Wah - Walc


Wahlers, Stuart. "Rumors." Military Intelligence 17 (Jul.-Sep. 1991): 22-27. [Seymour]


Wainstock, Dennis D. The Decision to Drop the Atomic Bomb. Westport, CT: Praeger, 1996.

Giangreco, Parameters (Autumn 1999), finds that "Wainstock's work has a rough, uneven quality to it," but represents "an honest effort to examine all sides of the subject." Overall, the work suffers from the author's "lack of familiarity with the military dimensions of the conflict." For Tate, Air & Space Power, this "well-written, highly documented" work presents an "extraordinarily balanced and riveting account of the ... maneuvering that took place on both sides of the Pacific and within Stalin's Soviet Union, resulting in the dropping of the atomic bomb on Japan."


Wait, Patience. "NGA Releases 2007 Priorities." Federal Computer Week, 16 Mar. 2007. [http://www.fcw.com]

The NGA's 2007 Statement of Strategic Intent spells out the agency's priorities:

"Unifying NGA and the National System for Geospatial Intelligence and strengthening its partnerships across the intelligence community.

"Advancing the geospatial intelligence mission, 'help win the fight.'

"Attracting, challenging and retaining the highest-quality workforce in first-class working environments.

"NGA's plans also include building, populating and maintaining ... a virtual central repository for geospatial intelligence data and information." The agency also intends "to develop a research and development road map aligned" with the ODNI's "Scientific and Technical Plan to pursue technology breakthroughs that can address enduring problems in securing intelligence. NGA stressed its intention to make use of all sources of geospatial information, including commercial, foreign and national satellite collection, and to speed up establishing standards for sensor data, metadata, compression formats and file identifiers, to facilitate information sharing."

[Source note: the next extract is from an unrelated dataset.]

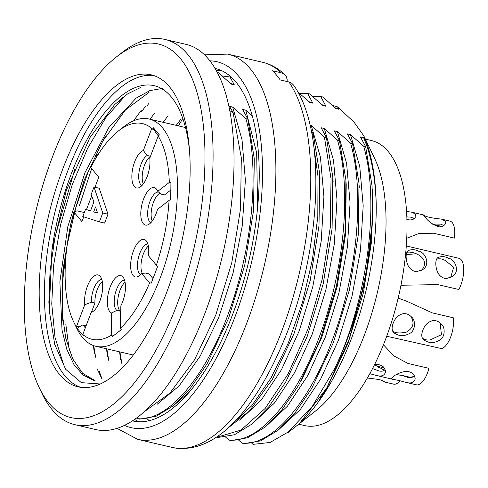 <?xml version="1.0" encoding="UTF-8"?>
<svg xmlns="http://www.w3.org/2000/svg" width="488" height="488" viewBox="0 0 488 488"><rect width="100%" height="100%" fill="white"/><g stroke="black" fill="none" stroke-linecap="round" stroke-linejoin="round"><path stroke-width="0.73" d="M120.524 328.156A2.965 1.257 -76.8 0 0 120.554 327.637L120.853 305.793A19.252 8.143 -76.8 0 0 122.763 276.818A19.252 8.143 -76.8 0 0 109.312 289.421A19.252 8.143 -76.8 0 0 111.545 312.967L111.246 334.811L113.869 335.421L112.551 336.458L121.298 329.717L120.524 328.156A110.776 46.872 -76.8 0 0 149.645 282.906L151.28 283.138L157.624 266.424L156.367 265.216A110.776 46.872 -76.8 0 0 169.061 200.373L170.696 199.677L170.928 182.786L169.312 182.494A110.776 46.872 -76.8 0 0 158.136 136.048L159.43 134.969L153.409 127.789L151.768 128.448A110.776 46.872 -76.8 0 0 118.255 131.077A110.776 46.872 -76.8 0 0 90.737 167.512L98.802 177.126L94.965 187.239M91.683 195.877L86.449 209.651M83.722 216.837L81.917 221.589L73.847 211.975A110.776 46.872 -76.8 0 0 73.664 321.848A110.776 46.872 -76.8 0 0 76.403 326.85L77.195 328.412L83.216 335.591L82.771 334.445A2.965 1.257 -76.8 0 0 82.978 333.969L91.189 312.363A19.252 8.143 -76.8 0 0 91.543 312.247A19.252 8.143 -76.8 0 0 101.559 295.545A19.252 8.143 -76.8 0 0 99.985 276.141A19.252 8.143 -76.8 0 0 89.231 282.168A19.252 8.143 -76.8 0 0 84.778 304.719L76.573 326.332A2.965 1.257 -76.8 0 0 76.403 326.85M94.001 187.014L99.235 188.24L108.001 214.189L104.621 223.083L99.387 221.857L102.761 212.969L94.001 187.014L91.164 194.486L93.928 201.916L90.548 210.81L85.492 209.425L90.622 210.627M82.771 334.445A110.776 46.872 -76.8 0 0 111.264 335.293L112.551 336.458M111.246 334.811A2.965 1.257 -76.8 0 0 111.264 335.293M156.367 265.216A2.965 1.257 -76.8 0 0 156.209 264.954L148.425 255.675A19.252 8.143 -76.8 0 0 146.052 240.633A19.252 8.143 -76.8 0 0 131.766 256.334A19.252 8.143 -76.8 0 0 137.616 276.739A19.252 8.143 -76.8 0 0 141.666 273.457L149.45 282.741A2.965 1.257 -76.8 0 0 149.645 282.906L150.072 283.028M169.312 182.494A2.965 1.257 -76.8 0 0 169.049 182.646L157.74 191.363A19.252 8.143 -76.8 0 0 156.203 188.789A19.252 8.143 -76.8 0 0 141.917 204.484A19.252 8.143 -76.8 0 0 147.766 224.889A19.252 8.143 -76.8 0 0 157.496 209.34L168.805 200.623A2.965 1.257 -76.8 0 0 169.061 200.373M151.768 128.448A2.965 1.257 -76.8 0 0 151.561 128.923L143.35 150.53A19.252 8.143 -76.8 0 0 132.138 172.093A19.252 8.143 -76.8 0 0 138.836 187.752A19.252 8.143 -76.8 0 0 149.761 158.173L157.966 136.561A2.965 1.257 -76.8 0 0 158.136 136.048M73.847 211.975L77.116 210.846L84.308 212.53M118.255 131.077L123.543 126.929A116.711 49.38 103.2 0 1 149.072 119.023A116.711 49.38 103.2 0 1 170.593 243.909A116.711 49.38 103.2 0 1 95.941 346.315A116.711 49.38 103.2 0 1 76.561 327.918L73.664 321.848M150.829 222.735A15.823 6.698 103.2 0 1 148.755 205.247A15.823 6.698 103.2 0 1 158.685 192.156A15.823 6.698 103.2 0 1 158.74 192.168M170.745 190.1L164.511 194.913L161.016 194.096L157.74 191.363M152.238 221.064A15.823 6.698 103.2 0 1 152.451 205.296A15.823 6.698 103.2 0 1 160.027 193.236M170.928 182.786L170.361 182.61M111.545 312.967L116.833 310.405A15.823 6.698 103.2 0 1 115.302 293.349A15.823 6.698 103.2 0 1 124.556 280.106M116.833 310.405L120.329 311.222A15.823 6.698 103.2 0 1 118.127 297.32A15.823 6.698 103.2 0 1 125.081 282.229M113.869 335.421L121.28 329.668M120.06 330.608L120.329 311.222M84.778 304.719L91.439 302.206A15.823 6.698 103.2 0 1 101.772 279.435M91.439 302.206L94.928 303.017A15.823 6.698 103.2 0 1 102.297 281.552M91.811 312.137L91.189 312.363M76.573 326.332L79.19 326.942L77.195 328.412M79.19 326.942L82.82 324.886L85.302 327.851M82.82 324.886L86.132 325.661M91.408 312.283L94.928 303.017M140.678 274.579A15.823 6.698 103.2 0 1 138.409 257.884A15.823 6.698 103.2 0 1 147.846 243.927M142.325 273.402A15.823 6.698 103.2 0 1 141.801 259.146A15.823 6.698 103.2 0 1 148.364 246.043M141.666 273.457L145.552 273.073L149.047 273.89L152.945 278.544M141.898 185.599A15.823 6.698 103.2 0 1 139.214 170.946A15.823 6.698 103.2 0 1 147.169 155.495L143.35 150.53M150.481 156.27L147.169 155.495M143.307 183.927A15.823 6.698 103.2 0 1 143.332 168.866A15.823 6.698 103.2 0 1 150.408 156.459M153.409 127.789L154.178 129.534L151.561 128.923M158.362 135.89L155.782 132.815L154.178 129.534M97.551 212.957L93.659 211.932L95.55 206.955L97.551 212.957M97.515 212.835L93.659 211.932M102.761 212.969L108.001 214.189M85.492 209.425L82.789 216.538L99.387 221.857M163.047 88.334L149.828 90.622L136.079 98.155L108.769 127.612L84.942 172.691L67.832 226.591L59.865 281.753L62.025 330.04L66.85 349.457L73.969 364.597L83.015 375.004L93.733 380.335M95.038 380.603L82.637 373.314L72.718 358.906L65.758 338.257L62.098 312.43L62.909 270.321L70.577 224.559L84.211 180.096L102.87 140.965L125.465 109.971L149.06 92.336M189.234 148.218A150.341 63.611 -76.8 0 0 154.104 85.662A150.341 63.611 -76.8 0 0 51.917 250.289L66.319 190.387L89.902 137.659L114.607 104.615L127.563 93.928L140.398 87.59M153.708 75.542A160.229 67.795 -76.8 0 0 53.875 216.629A160.229 67.795 -76.8 0 0 80.831 387.35M100.369 383.989L81.343 382.653L65.642 369.276L54.705 344.351L49.221 310.228L51.917 250.289M39.119 387.429L42.017 393.493A197.817 83.698 -76.8 0 0 74.865 424.682L95.807 429.574A197.817 83.698 -76.8 0 0 204.905 313.351A197.817 83.698 -76.8 0 0 185.855 44.329L164.913 39.437A197.817 83.698 -76.8 0 0 121.64 52.832L116.351 56.986A191.882 81.185 -76.8 0 0 35.593 212.359A191.882 81.185 -76.8 0 0 39.119 387.429A191.882 81.185 -76.8 0 0 176.802 304.939A191.882 81.185 -76.8 0 0 198.854 99.302A191.882 81.185 -76.8 0 0 116.351 56.986M74.865 424.682A197.817 83.698 -76.8 0 0 183.958 308.459A197.817 83.698 -76.8 0 0 164.913 39.437M166.548 292.721A160.229 67.795 -76.8 0 0 151.121 74.81A160.229 67.795 -76.8 0 0 48.635 215.403A160.229 67.795 -76.8 0 0 78.184 386.862A160.229 67.795 -76.8 0 0 166.548 292.721M48.843 303.182L50.075 270.87L55.077 236.534L74.884 169.141M62.202 313.869L62.653 280.338L67.301 244.268L75.756 207.882L87.742 172.996M125.794 95.129L105.902 117.535L87.639 148.261L72.169 184.806L60.561 224.803L53.576 265.521L51.752 303.871L55.01 337.367L63.294 363.712M66.191 250.74A167.152 70.723 -76.8 0 0 62.83 320.647M119.407 101.223A168.75 71.4 103.2 0 1 122.378 97.685M222.119 75.945L231.141 77.104M293.575 85.119C326.515 130.631 321.873 244.817 286.731 333.627C257.963 405.565 217.264 455.902 172.599 447.526A197.817 83.698 -76.8 0 0 289.536 308.8A197.817 83.698 -76.8 0 0 288.908 81.96L280.179 79.922A197.817 83.698 -76.8 0 0 272.493 70.754L281.216 72.791A197.817 83.698 -76.8 0 0 262.648 62.281C270.913 64.27 278.306 68.412 284.827 74.707M288.908 81.96L291.598 83.131L293.532 85.064M287.115 81.545L287.145 79.507L286.316 76.689L284.528 74.438L281.216 72.791M134.67 419.442A180.999 76.585 -76.8 0 0 139.043 421.791M221.162 70.473A180.999 76.585 -76.8 0 0 216.196 70.644M107.262 351.848A178.035 75.329 103.2 0 1 106.872 348.871M132.516 420.888A180.999 76.585 -76.8 0 0 132.797 420.955A180.999 76.585 -76.8 0 0 248.563 262.135A180.999 76.585 -76.8 0 0 215.19 68.454A180.999 76.585 -76.8 0 0 214.909 68.393M120.579 359.699L119.597 351.848M252.882 423.248L274.274 403.222L294.612 372.637L312.296 333.987L325.825 290.006L334.298 244.085L336.988 199.732L333.511 160.229L324.313 128.509L337.501 140.111C351.775 189.442 344.211 269.4 320.299 334.219C296.753 399.355 258.878 443.385 228.988 440.06L231.031 440.542L247.52 437.809L264.783 427.299L282.131 409.548L298.686 385.252L320.232 339.654L336.33 286.755L345.175 231.861L345.919 180.206L339.489 140.575L334.268 130.839L337.403 131.571L346.584 163.273L350.073 202.788L347.395 247.038L338.922 292.989L325.435 336.921L307.757 375.553L287.426 406.199L266.082 426.213M346.218 184.891L345.553 234.386L337.098 286.883L321.72 337.507L301.139 381.018M238.772 440.237L242.079 443.122C271.883 446.453 309.599 402.795 333.383 337.281C357.32 272.414 364.853 192.528 350.591 143.173L337.403 131.571M216.428 437.126L217.941 437.48L234.429 434.747L251.692 424.237L269.041 406.492L285.596 382.189L307.141 336.598L323.245 283.699L332.084 228.799L332.828 177.144L326.399 137.518L321.177 127.777L324.313 128.509M225.682 437.181L228.988 440.06M239.736 420.235L261.159 400.197L281.491 369.654L299.187 330.986L312.741 286.974L321.208 241.09L323.904 196.658L320.439 157.179L311.222 125.453L310.045 125.172M217.434 437.095L240.919 430.117L265.191 408.395L288.134 373.863L307.806 329.491L322.239 279.093L330.285 227.402L331.041 178.693L324.41 137.055L311.222 125.453M226.395 429.367L249.88 410.469L272.505 379.127L294.057 333.536L310.154 280.637L318.993 225.743L319.744 174.088L313.308 134.456L311.088 129.893M313.034 140.757L317.993 176.253L317.804 216.635L312.436 259.524L302.45 302.487L288.323 342.924L270.999 377.999L251.649 405.87L231.404 424.761M174.137 405.064L189.57 391.87M257.597 207.351L256.664 152.86L245.775 110.154L242.64 109.422L247.861 119.157L254.291 158.789L253.546 210.444L244.701 265.338L228.604 318.237L207.052 363.835L190.503 388.131L173.149 405.882L155.886 416.392L139.403 419.125L137.36 418.643C167.25 421.967 205.125 377.938 228.665 312.802C252.583 247.983 260.147 168.024 245.873 118.694L232.684 107.092L242.017 139.672L245.373 180.359L242.249 225.871L233.105 272.896L218.783 317.438L200.22 356.075L179.139 385.91L157.227 404.247M252.211 115.979L245.775 110.154M147.144 418.82L149.291 420.705M278.843 429.556L300.346 409.493L320.671 379.048L338.385 340.35L352.007 296.265L360.467 250.448L363.188 205.832L359.748 166.377L350.494 134.627L347.358 133.895L352.58 143.637L359.009 183.262L358.265 234.917L349.42 289.817L333.322 342.716L311.777 388.308L295.222 412.61L277.867 430.355L260.604 440.871L244.122 443.598L242.079 443.122M350.494 134.627L363.682 146.229C380.268 203.106 367.141 300.687 334.683 368.66L312.375 406.254L288.274 431.965L270.132 442.451L253.065 444.355L251.863 443.299M372.405 190.973L371.74 240.444L363.346 293.032L347.956 343.497L327.344 387.149L319.097 400.123M299.906 422.944A170.123 71.98 -76.8 0 0 351.269 338.965A170.123 71.98 -76.8 0 0 376.236 206.052C375.571 178.309 371.35 155.519 363.584 137.689L360.449 136.957L365.665 146.699L372.094 186.148L372.466 220.972L365.146 281.405L349.03 339.685L326.637 388.173L299.906 422.944M363.584 137.689L365.176 139.165C372.198 156.837 375.888 179.139 376.236 206.052M144.625 411.506L169.909 393.108L194.462 359.943L215.775 315.059L231.763 262.782L240.566 208.669L241.304 157.789L233.063 112.521L229.549 106.36L232.684 107.092M141.459 110.062L133.938 120.329M131.18 121.561L131.711 121.683M312.93 96.667L320.72 96.496L322.763 96.978L335.957 108.58L339.02 109.294L335.085 107.769M332.438 105.347L337.55 106.872L339.02 109.294M299.839 93.604L307.629 93.44L309.673 93.916L322.867 105.518L325.929 106.238L321.982 104.7M325.929 106.238L320.72 96.496M297.692 91.787L309.776 102.462L312.839 103.175L308.898 101.644M312.839 103.175L307.629 93.44M181.139 118.84L176.217 125.367M217.075 72.273L218.044 72.498L231.239 84.101L234.301 84.821L230.366 83.289M168.098 115.735L163.138 122.311M234.301 84.821L229.86 76.781M154.861 112.826L150.017 119.243M93.72 345.669L95.642 357.222M99.229 371.264L102.102 379.231L97.515 369.636M94.385 353.483L93.397 345.553M106.835 348.865L108.775 360.461M107.494 356.649L106.506 348.786M119.908 351.921L121.835 363.426M288.365 432.337L315.809 410.786A146.382 61.933 -76.8 0 0 364.524 334.689A146.382 61.933 -76.8 0 0 374.735 158.691L363.743 135.707M298.735 424.188L304.738 425.591A146.382 61.933 -76.8 0 0 385.465 339.587A146.382 61.933 -76.8 0 0 371.368 140.513L365.372 139.111M145.583 106.262A178.035 75.329 -76.8 0 0 141.569 111.807M98.112 154.568L95.319 155.745M229.665 110.721L233.063 112.521M334.683 368.66A178.035 75.329 -76.8 0 0 346.846 340.386A178.035 75.329 -76.8 0 0 372.466 220.972M365.176 139.165L363.725 135.713L353.934 122.012L337.55 106.872M245.873 118.694L247.861 119.157M311.917 134.133L313.308 134.456M324.41 137.055L326.399 137.518M337.501 140.111L339.489 140.575M350.591 143.173L352.58 143.637M363.682 146.229L365.665 146.699M377.572 364.426L380.689 365.152M385.288 382.177L393.682 384.141A19.782 8.369 -76.8 0 0 400.056 380.762M367.397 378.005C375.565 379.097 379.957 379.359 382.598 380.744L385.282 382.189M406.48 211.456L411.909 212.219L415.465 214.092L415.935 216.44C414.44 218.374 413.153 220.991 406.852 219.435M423.31 214.879C426.103 217.453 435.003 218.288 441.579 219.155L445.135 221.027L445.605 223.376C444.599 225.554 442.409 226.725 439.023 226.896C432.722 224.785 427.811 221.18 424.304 216.074L423.297 214.891L412.256 212.31M406.687 238.303L419.125 233.447L433.454 233.215L454.401 238.107A19.782 8.369 -76.8 0 0 452.23 222.601A19.782 8.369 -76.8 0 0 449.973 221.125L441.927 219.246M406.15 382.409L416.465 384.819A19.782 8.369 -76.8 0 0 428.903 368.33L407.956 363.438L393.578 355.77L383.44 344.772M374.577 364.627C381.421 364.182 385.05 366.628 385.477 371.966C384.489 375.705 381.348 376.84 376.053 375.376L369.849 373.68M392.791 377.004C395.615 374.467 399.739 372.606 405.15 371.423C411.244 371.289 414.574 373.784 415.148 378.901C414.16 382.641 411.018 383.775 405.723 382.311C402.935 381.543 397.147 379.871 392.37 379.298L391.382 378.621L392.791 377.004M400.923 285.248L437.901 284.614L458.842 289.506A19.782 8.369 -76.8 0 0 461.16 259.738A19.782 8.369 -76.8 0 0 459.269 258.372L430.849 251.735M406.114 256.889C406.132 253.656 406.87 251.534 408.34 250.527C412.073 249.142 415.648 249.453 419.07 251.46C425.213 252.089 430.715 264.581 422.944 269.425L416.41 271.773C409.975 270.517 406.541 265.557 406.114 256.889M435.784 263.825C435.802 260.586 436.54 258.469 438.01 257.463C441.744 256.078 445.318 256.389 448.74 258.396C454.883 259.024 460.385 271.517 452.614 276.361L446.081 278.709C439.645 277.452 436.211 272.493 435.784 263.825M386.716 336.238L441.603 348.597A19.782 8.369 -76.8 0 0 453.309 317.792L432.362 312.893L406.955 301.334L399.892 298.705M393.066 323.55C394.969 318.255 398.214 314.998 402.801 313.772C406.114 313.229 409.121 314.4 411.817 317.285C415.477 319.921 415.831 330.406 409.798 333.42C405.467 335.445 400.636 337.562 393.663 332.609C391.834 330.626 391.632 327.607 393.066 323.55M422.736 330.486C424.639 325.191 427.885 321.934 432.472 320.707C435.784 320.165 438.791 321.336 441.488 324.221C445.147 326.856 445.501 337.342 439.468 340.356C435.137 342.381 430.306 344.498 423.334 339.544C421.504 337.562 421.303 334.542 422.736 330.486M432.771 224.303L441.951 226.45M443.677 225.602L441.036 224.169L432.362 224.004M413.97 218.691L411.415 217.197L406.766 216.886M412.726 377.877L401.99 375.363L408.596 377.669L414.696 376.309M401.99 375.363A11.871 4.947 0.8 0 1 396.61 374.449M384.349 370.233L374.522 364.743M372.576 368.574L379.03 370.978C382.019 371.557 384.019 371.032 385.032 369.398M450.607 277.605L453.688 267.265L445.544 260.696A11.871 9.546 -127.6 0 0 438.157 258.884L436.65 259.097M406.284 254.559L416.008 253.815M421.595 270.321C431.392 258.683 414.294 250.82 406.913 252.29M422.559 338.263A11.871 10.248 -40 0 0 430.032 339.947L441.408 334.731L440.176 322.971M394.261 331.98L392.694 331.077M392.779 331.26C395.579 333.182 400.105 333.463 406.364 332.121C413.379 328.07 414.824 322.769 410.701 316.206M384.117 367.842L377.572 366.311L378.84 367.519M377.572 366.311A11.871 3.251 20.8 0 0 376.041 365.799M170.916 183.079L169.049 182.646M149.45 282.741L151.17 283.144M124.568 425.396A187.923 79.513 -76.8 0 0 251.418 262.8A187.923 79.513 -76.8 0 0 209.785 60.829M148.572 103.785A187.923 79.513 -76.8 0 0 147.022 105.975M117.083 428.391L137.695 439.365A197.817 83.698 -76.8 0 0 264.221 265.795A197.817 83.698 -76.8 0 0 227.744 54.119L204.405 54.821M182.817 118.566A197.817 83.698 -76.8 0 0 178.388 125.873M185.495 127.539L149.072 119.023M133.322 355.057L95.941 346.315M91.079 135.67L89.816 137.829M105.329 136.744L102.864 140.965M262.648 62.281L227.744 54.119M172.599 447.526L137.695 439.365M346.071 182.536L346.236 184.909M332.981 179.48L333.151 181.853M319.89 176.418L320.061 178.791M359.162 185.599L359.327 187.971M372.417 191.015L372.271 188.954M327.32 387.271L326.753 388.241M69.32 350.659L65.831 324.386M79.459 205.625L91.689 168.641M96.099 157.831L97.386 154.861M376.48 375.473L391.632 379.017M406.236 245.952L430.855 251.704M398.098 298.272L399.898 298.693M415.142 378.908L415.148 378.462M385.471 371.972L385.477 371.533M438.102 257.572L437.114 258.335M408.432 250.637L407.443 251.399M441.433 324.27L440.847 323.575M411.762 317.334L411.177 316.639"/></g></svg>

Wake, Nancy. The White Mouse: Autobiography of the Woman the Gestapo Called the White Mouse. Melbourne: Macmillan, 1985.

Wakeman, Frederic, Jr. Spymaster: Dai Li and the Chinese Secret Service. Berkeley, CA: University of California Press, 2003.

Reviews have been mixed on this work. Unsinger, IJI&C 18.1 (Spring 2005), finds that this book "provides background material and some idea of just how the BIS [Bureau of Investigation and Statistics] functioned." However, it has sourcing problems: "some cited sources would be difficult to justify.... Still others are questionable.... Other sources seem to be indicators of possible bias."

On the other hand, Kruh, Cryptologia 28.2, says that this "comprehensive biography ... opens a unique window on the clandestine history of China's Republican period." The author "masterfully illuminates a previously little-understood world as he discloses the details of Chinese secret service tradecraft." And Bergin, Studies 53.1 (Mar. 2009), says that "Spymaster is a rich, but very complex book, difficult to read in places, but rewarding for the reader willing to struggle through the difficult parts."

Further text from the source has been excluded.